===== DATA LISTING =====
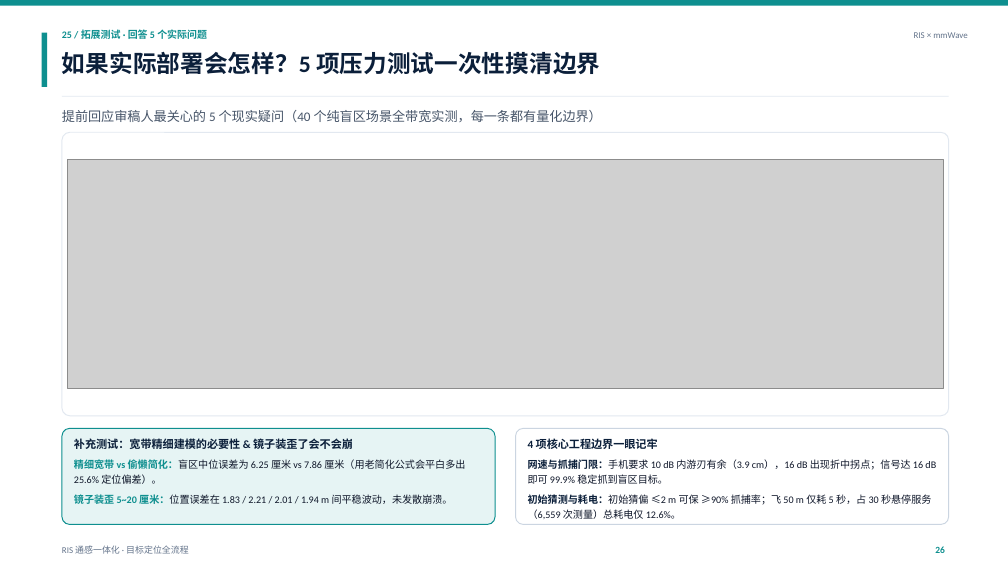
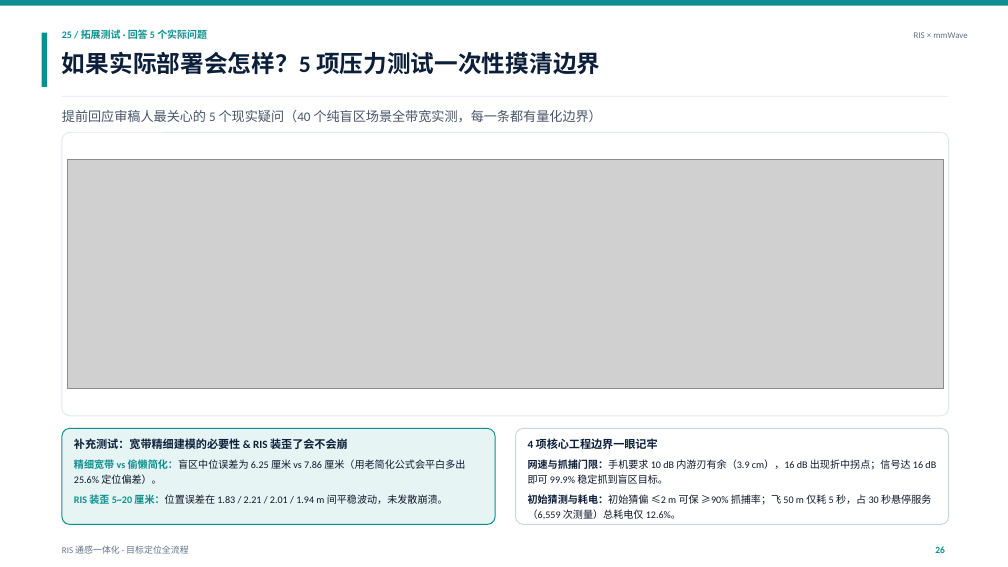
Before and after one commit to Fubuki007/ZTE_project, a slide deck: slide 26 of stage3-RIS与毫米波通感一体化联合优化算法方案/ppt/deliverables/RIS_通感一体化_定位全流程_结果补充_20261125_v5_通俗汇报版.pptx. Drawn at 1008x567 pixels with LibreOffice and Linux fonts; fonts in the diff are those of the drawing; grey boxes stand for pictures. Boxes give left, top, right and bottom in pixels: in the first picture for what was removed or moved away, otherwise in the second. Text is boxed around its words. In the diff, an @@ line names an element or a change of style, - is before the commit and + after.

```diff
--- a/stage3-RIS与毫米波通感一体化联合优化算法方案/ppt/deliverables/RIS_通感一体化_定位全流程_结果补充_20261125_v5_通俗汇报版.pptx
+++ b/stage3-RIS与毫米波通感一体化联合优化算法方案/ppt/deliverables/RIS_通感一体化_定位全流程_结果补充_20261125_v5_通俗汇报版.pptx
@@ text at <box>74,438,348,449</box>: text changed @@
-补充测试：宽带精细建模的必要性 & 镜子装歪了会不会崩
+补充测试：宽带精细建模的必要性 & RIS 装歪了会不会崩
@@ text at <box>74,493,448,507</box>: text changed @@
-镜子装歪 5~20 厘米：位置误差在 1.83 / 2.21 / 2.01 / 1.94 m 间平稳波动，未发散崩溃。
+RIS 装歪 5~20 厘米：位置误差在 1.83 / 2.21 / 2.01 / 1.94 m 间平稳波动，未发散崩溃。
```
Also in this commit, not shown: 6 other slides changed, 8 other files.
=====
ACTIVITY> All the records need to be set down word for word, with the images left out.

OUTPUT BELOW>
Before and after one commit to Fubuki007/ZTE_project, a slide deck: slide 26 of stage3-RIS与毫米波通感一体化联合优化算法方案/ppt/deliverables/RIS_通感一体化_定位全流程_结果补充_20261125_v5_通俗汇报版.pptx. Drawn at 1008x567 pixels with LibreOffice and Linux fonts; fonts in the diff are those of the drawing; grey boxes stand for pictures. Boxes give left, top, right and bottom in pixels: in the first picture for what was removed or moved away, otherwise in the second. Text is boxed around its words. In the diff, an @@ line names an element or a change of style, - is before the commit and + after.

```diff
--- a/stage3-RIS与毫米波通感一体化联合优化算法方案/ppt/deliverables/RIS_通感一体化_定位全流程_结果补充_20261125_v5_通俗汇报版.pptx
+++ b/stage3-RIS与毫米波通感一体化联合优化算法方案/ppt/deliverables/RIS_通感一体化_定位全流程_结果补充_20261125_v5_通俗汇报版.pptx
@@ text at <box>74,438,348,449</box>: text changed @@
-补充测试：宽带精细建模的必要性 & 镜子装歪了会不会崩
+补充测试：宽带精细建模的必要性 & RIS 装歪了会不会崩
@@ text at <box>74,493,448,507</box>: text changed @@
-镜子装歪 5~20 厘米：位置误差在 1.83 / 2.21 / 2.01 / 1.94 m 间平稳波动，未发散崩溃。
+RIS 装歪 5~20 厘米：位置误差在 1.83 / 2.21 / 2.01 / 1.94 m 间平稳波动，未发散崩溃。
```
Also in this commit, not shown: 6 other slides changed, 8 other files.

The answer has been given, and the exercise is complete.